1. Mendelson WB. A review of the evidence for the efficacy and safety of trazodone in insomnia. J Clin Psychiatry. 2005;66(4):469-476. PMID 15816789.
2. Yi XY, Ni SF, Ghadami MR, et al. Trazodone for the treatment of insomnia: a meta-analysis of randomized placebo-controlled trials. Sleep Med. 2018;45:25-32. PMID 29680424.
3. Cuomo A, Ballerini A, Bruni AC, et al. Clinical guidance for the use of trazodone in major depressive disorder and concomitant conditions: pharmacology and clinical practice. Riv Psichiatr. 2019;54(4):137-149. PMID 31379379.
4. Everitt H, Baldwin DS, Stuart B, et al. Antidepressants for insomnia in adults. Cochrane Database Syst Rev. 2018;5(5):CD010753. PMID 29761479.

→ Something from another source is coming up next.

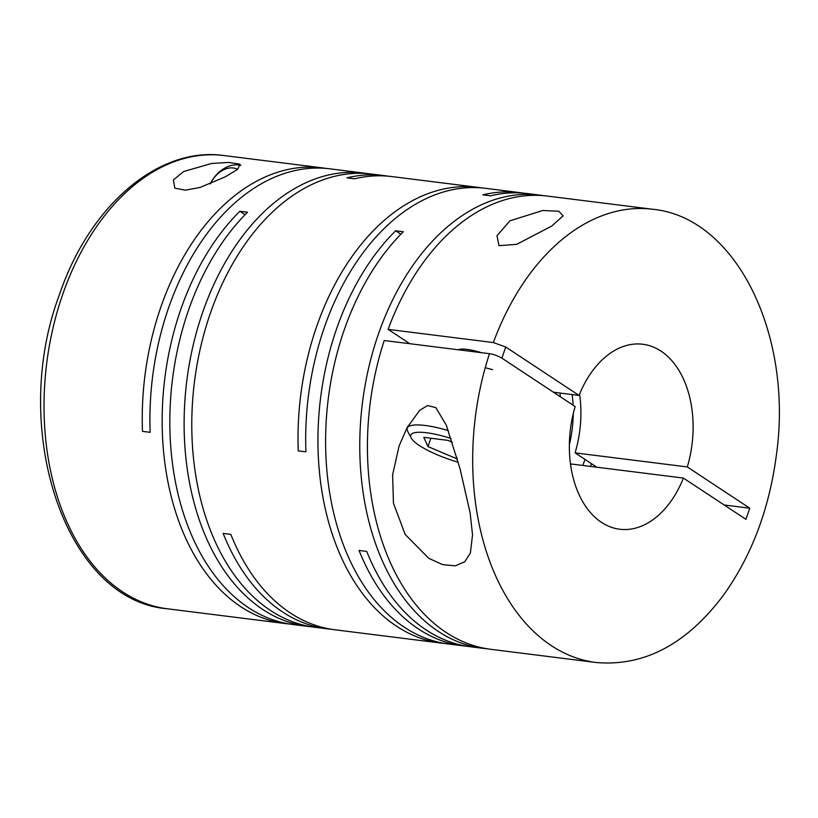 <?xml version="1.0" encoding="UTF-8"?>
<svg xmlns="http://www.w3.org/2000/svg" width="818" height="818" viewBox="0 0 818 818"><rect width="100%" height="100%" fill="white"/><g stroke="black" fill="none" stroke-linecap="round" stroke-linejoin="round"><path stroke-width="1.23" d="M551.782 226.034L563.121 215.86L558.796 211.248L542.753 210.502L509.962 220.799L496.986 235.696L498.98 245.666L516.679 244.347L551.782 226.034M523.714 193.181A228.375 150.134 -82.9 0 0 519.89 192.629A228.375 150.134 -82.9 0 0 482.886 194.868L490.555 195.829A228.375 150.134 -82.9 0 1 527.559 193.59L539.757 195.113A228.375 150.134 -82.9 0 1 543.581 195.676M481.894 187.946A228.375 150.134 -82.9 0 0 478.07 187.383A228.375 150.134 -82.9 0 0 316.771 326.218A228.375 150.134 -82.9 0 0 298.263 450.882L305.932 451.843A228.375 150.134 -82.9 0 1 324.439 327.18A228.375 150.134 -82.9 0 1 485.739 188.344L519.89 192.629M444.982 643.5A228.375 150.134 -82.9 0 1 441.137 643.091A228.375 150.134 -82.9 0 1 336.638 328.703A228.375 150.134 -82.9 0 1 395.646 230.788L403.315 231.75A228.375 150.134 -82.9 0 0 344.306 329.664A228.375 150.134 -82.9 0 0 448.806 644.052L463.09 645.842A228.375 150.134 -82.9 0 1 359.061 550.442L366.73 551.404A228.375 150.134 -82.9 0 0 470.759 646.803L482.957 648.326A228.375 150.134 -82.9 0 1 378.458 333.949A228.375 150.134 -82.9 0 1 539.757 195.113M388.11 329.368A228.375 150.134 -82.9 0 1 547.416 196.075L652.662 209.265A228.375 150.134 97.1 0 0 493.356 342.558L388.11 329.368L409.808 343.703M384.235 340.503L489.481 353.693A228.375 150.134 97.1 0 0 595.872 662.478L490.626 649.288A228.375 150.134 -82.9 0 1 384.235 340.503M486.802 648.735A228.375 150.134 -82.9 0 1 482.957 648.326M466.935 646.251A228.375 150.134 -82.9 0 1 463.09 645.842M470.105 512.804L460.053 468.837L446.239 425.002L435.82 407.62L427.517 405.544L419.654 410.36L407.098 427.671L399.102 445.933L392.63 474.726L393.438 503.193L405.176 534.451L428.775 558.326L442.671 564.635L455.319 565.841L464.777 561.751L470.391 552.988L472.538 534.829L470.105 512.804M387.804 176.146A228.375 150.134 -82.9 0 0 383.979 175.594A228.375 150.134 -82.9 0 0 346.975 177.843L354.634 178.805A228.375 150.134 -82.9 0 1 391.638 176.555L478.07 187.383M326.116 168.416A228.375 150.134 -82.9 0 0 322.292 167.864A228.375 150.134 -82.9 0 0 160.993 306.689A228.375 150.134 -82.9 0 0 142.485 431.362L150.154 432.323A228.375 150.134 -82.9 0 1 168.661 307.65A228.375 150.134 -82.9 0 1 329.961 168.825L364.112 173.109A228.375 150.134 -82.9 0 1 367.936 173.661M289.204 623.97A228.375 150.134 -82.9 0 1 285.359 623.572A228.375 150.134 -82.9 0 1 180.86 309.184A228.375 150.134 -82.9 0 1 239.868 211.259L247.537 212.22A228.375 150.134 -82.9 0 0 188.529 310.145A228.375 150.134 -82.9 0 0 293.028 624.533L307.312 626.322A228.375 150.134 -82.9 0 1 202.813 311.934A228.375 150.134 -82.9 0 1 364.112 173.109M331.024 629.216A228.375 150.134 -82.9 0 1 327.18 628.807L314.981 627.283A228.375 150.134 -82.9 0 1 210.482 312.895A228.375 150.134 -82.9 0 1 371.781 174.07L383.979 175.594M311.157 626.721A228.375 150.134 -82.9 0 1 307.312 626.322M327.18 628.807A228.375 150.134 -82.9 0 1 223.15 533.408L230.819 534.369A228.375 150.134 -82.9 0 0 334.848 629.768L441.137 643.091M183.518 171.565L173.385 180.021L174.827 188.14L185.389 190.175L200.113 187.434L225.339 176.8L237.69 169.295L240.011 164.173L228.795 162.434L211.688 163.447L183.518 171.565M458.09 349.756A27.965 6.513 19.2 0 1 481.413 352.681M448.376 430.605A49.407 11.503 -160.8 0 0 407.241 428.223A49.407 11.503 -160.8 0 0 407.691 431.291L411.127 437.927A43.814 10.205 -160.8 0 0 419.348 445.503A43.814 10.205 -160.8 0 0 458.244 462.262M493.356 342.558L505.749 347.016L579.042 395.431L553.469 392.221M492.569 369.624A27.965 6.513 19.2 0 1 485.248 367.64M724.227 505.013L749.799 508.213L745.924 519.348L683.429 478.07L571.209 464A93.211 61.278 -82.9 0 1 570.667 465.35M579.594 394.082A93.211 61.278 -82.9 0 1 575.085 452.875L596.792 467.211M582.866 465.462L584.972 459.399M590.524 466.424L591.475 463.694M489.481 353.693C493.06 354.102 497.191 355.585 501.874 358.151L575.166 406.556A93.211 61.278 97.1 0 0 619.645 529.236A93.211 61.278 97.1 0 0 683.429 478.07M575.085 452.875L687.304 466.935A93.211 61.278 97.1 0 0 642.825 344.255A93.211 61.278 97.1 0 0 579.042 395.431M430.871 438.233L427.957 446.577L457.323 458.97M456.843 457.293L456.311 458.837M452.334 442.282L447.906 440.37L423.765 437.344L427.957 446.577M451.107 438.509A43.814 10.205 -160.8 0 0 411.127 437.927M237.619 169.346A22.372 16.033 -56.6 0 0 210.482 183.753M240.84 165.502A27.965 20.041 -56.6 0 0 210.236 183.856M687.304 466.935L749.799 508.213M245.073 214.705L239.868 211.259M400.851 234.224L395.646 230.788M559.931 393.039A93.211 61.278 -82.9 0 1 560.371 396.781M572.13 394.562A93.211 61.278 -82.9 0 1 573.091 405.186M573.244 413.724A93.211 61.278 -82.9 0 1 569.348 444.747M62.72 294.378A228.375 150.134 97.1 0 0 167.22 608.766C64.796 600.484 9.08 428.468 59.346 294.889C89.142 206.381 157.946 146.156 224.02 155.553A228.375 150.134 97.1 0 0 62.72 294.378M501.874 358.151L505.749 347.016M285.359 623.572L167.22 608.766M407.241 428.223L407.988 426.076M595.872 662.478C644.144 666.721 686.711 644.236 723.572 595.044C751.64 555.79 769.247 509.123 776.384 455.064C793.378 335.472 736.537 217.322 652.662 209.265M322.292 167.864L224.02 155.553"/></g></svg>

5. Kadiyala S, Chenoweth M, Watanabe JH. Off-label policy through the lens of trazodone usage and spending in the United States. Health Aff Sch. 2025;3(7):qxaf114. PMID 40692815.
6. Matz A, Ambinder D, Spencer E, et al. Review of Priapism Litigation in the United States. Urology. 2021;156:169-172. PMID 33992665.
7. Haria M, Fitton A, McTavish D. Trazodone. A review of its pharmacology, therapeutic use in depression and therapeutic potential in other disorders. Drugs Aging. 1994;4(4):331-355. PMID 8019056.